Saved entries:
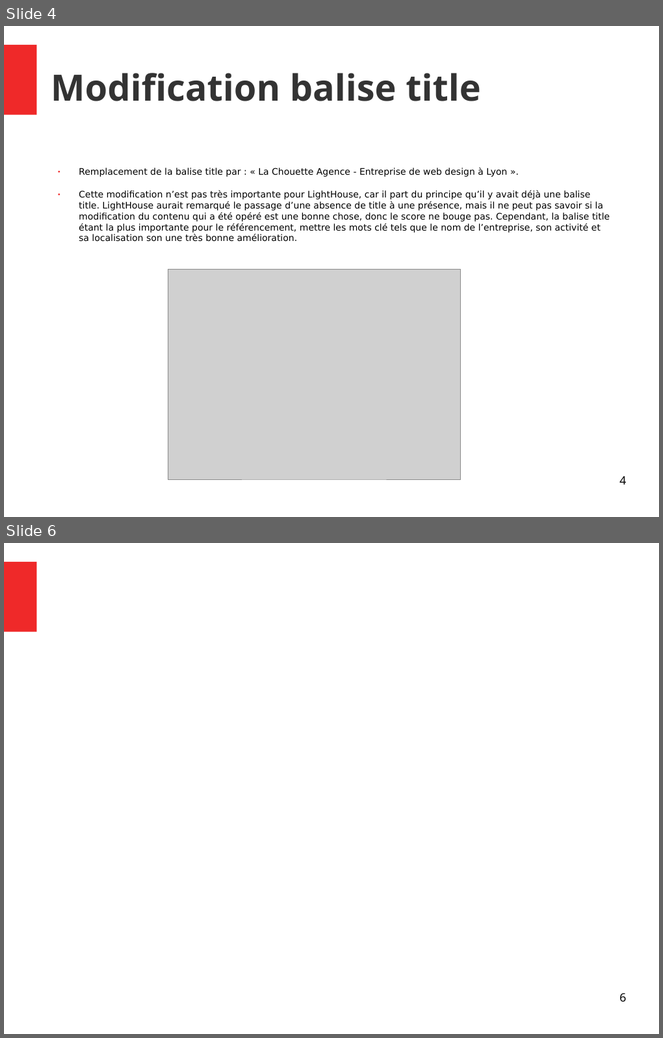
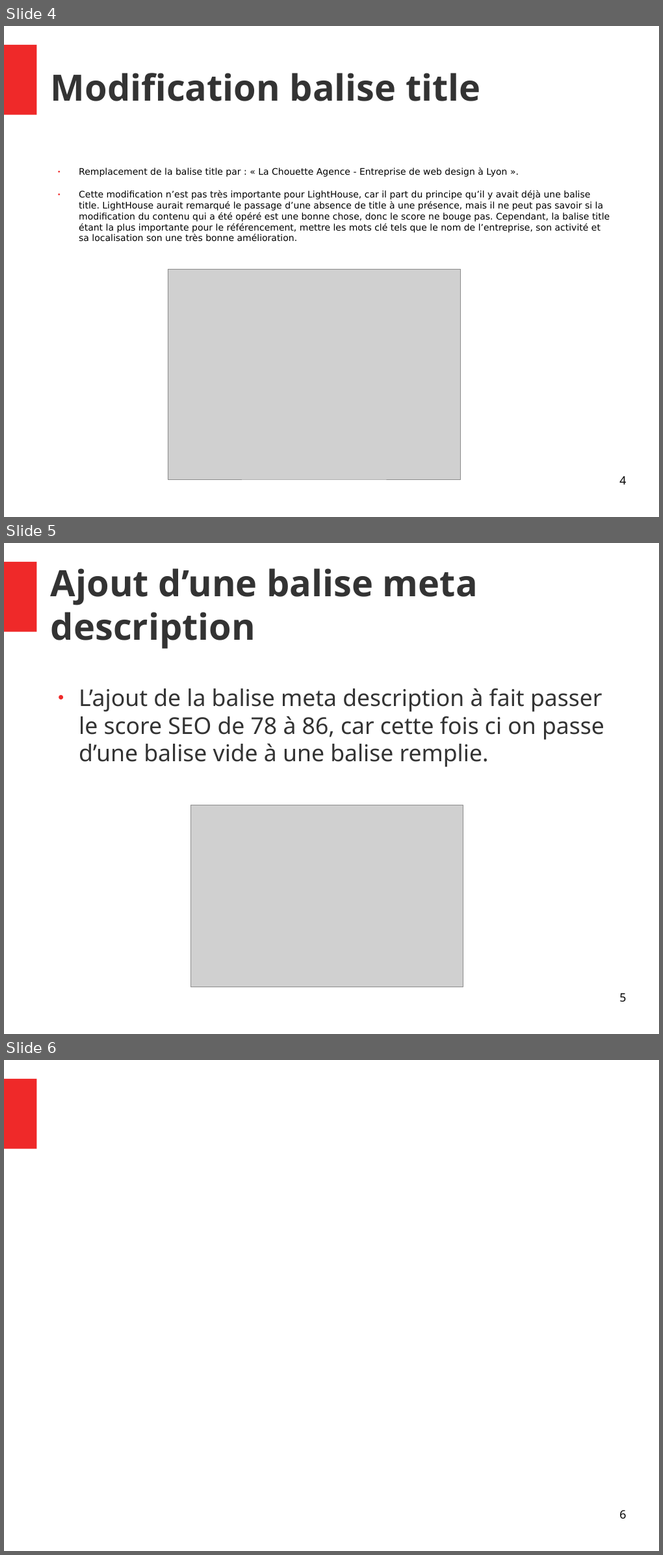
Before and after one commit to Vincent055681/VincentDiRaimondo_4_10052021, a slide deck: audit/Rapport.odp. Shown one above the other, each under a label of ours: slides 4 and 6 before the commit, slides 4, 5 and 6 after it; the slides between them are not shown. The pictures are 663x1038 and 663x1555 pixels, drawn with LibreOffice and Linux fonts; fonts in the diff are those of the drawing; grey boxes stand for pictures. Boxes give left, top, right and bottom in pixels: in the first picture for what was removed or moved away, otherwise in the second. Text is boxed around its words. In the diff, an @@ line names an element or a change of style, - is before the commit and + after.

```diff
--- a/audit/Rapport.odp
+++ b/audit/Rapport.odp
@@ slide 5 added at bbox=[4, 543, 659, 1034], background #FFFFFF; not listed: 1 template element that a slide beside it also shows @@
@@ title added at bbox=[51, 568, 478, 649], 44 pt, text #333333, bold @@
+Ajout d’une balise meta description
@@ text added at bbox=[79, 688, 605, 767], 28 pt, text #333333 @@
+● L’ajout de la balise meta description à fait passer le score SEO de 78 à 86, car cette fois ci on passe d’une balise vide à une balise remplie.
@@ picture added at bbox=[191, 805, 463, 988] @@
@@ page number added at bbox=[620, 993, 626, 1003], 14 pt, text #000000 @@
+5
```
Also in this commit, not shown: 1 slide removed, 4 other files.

Brief:
Show all of the lines above in which "description" is present.

Answer space:
+Ajout d’une balise meta description
+● L’ajout de la balise meta description à fait passer le score SEO de 78 à 86, car cette fois ci on passe d’une balise vide à une balise remplie.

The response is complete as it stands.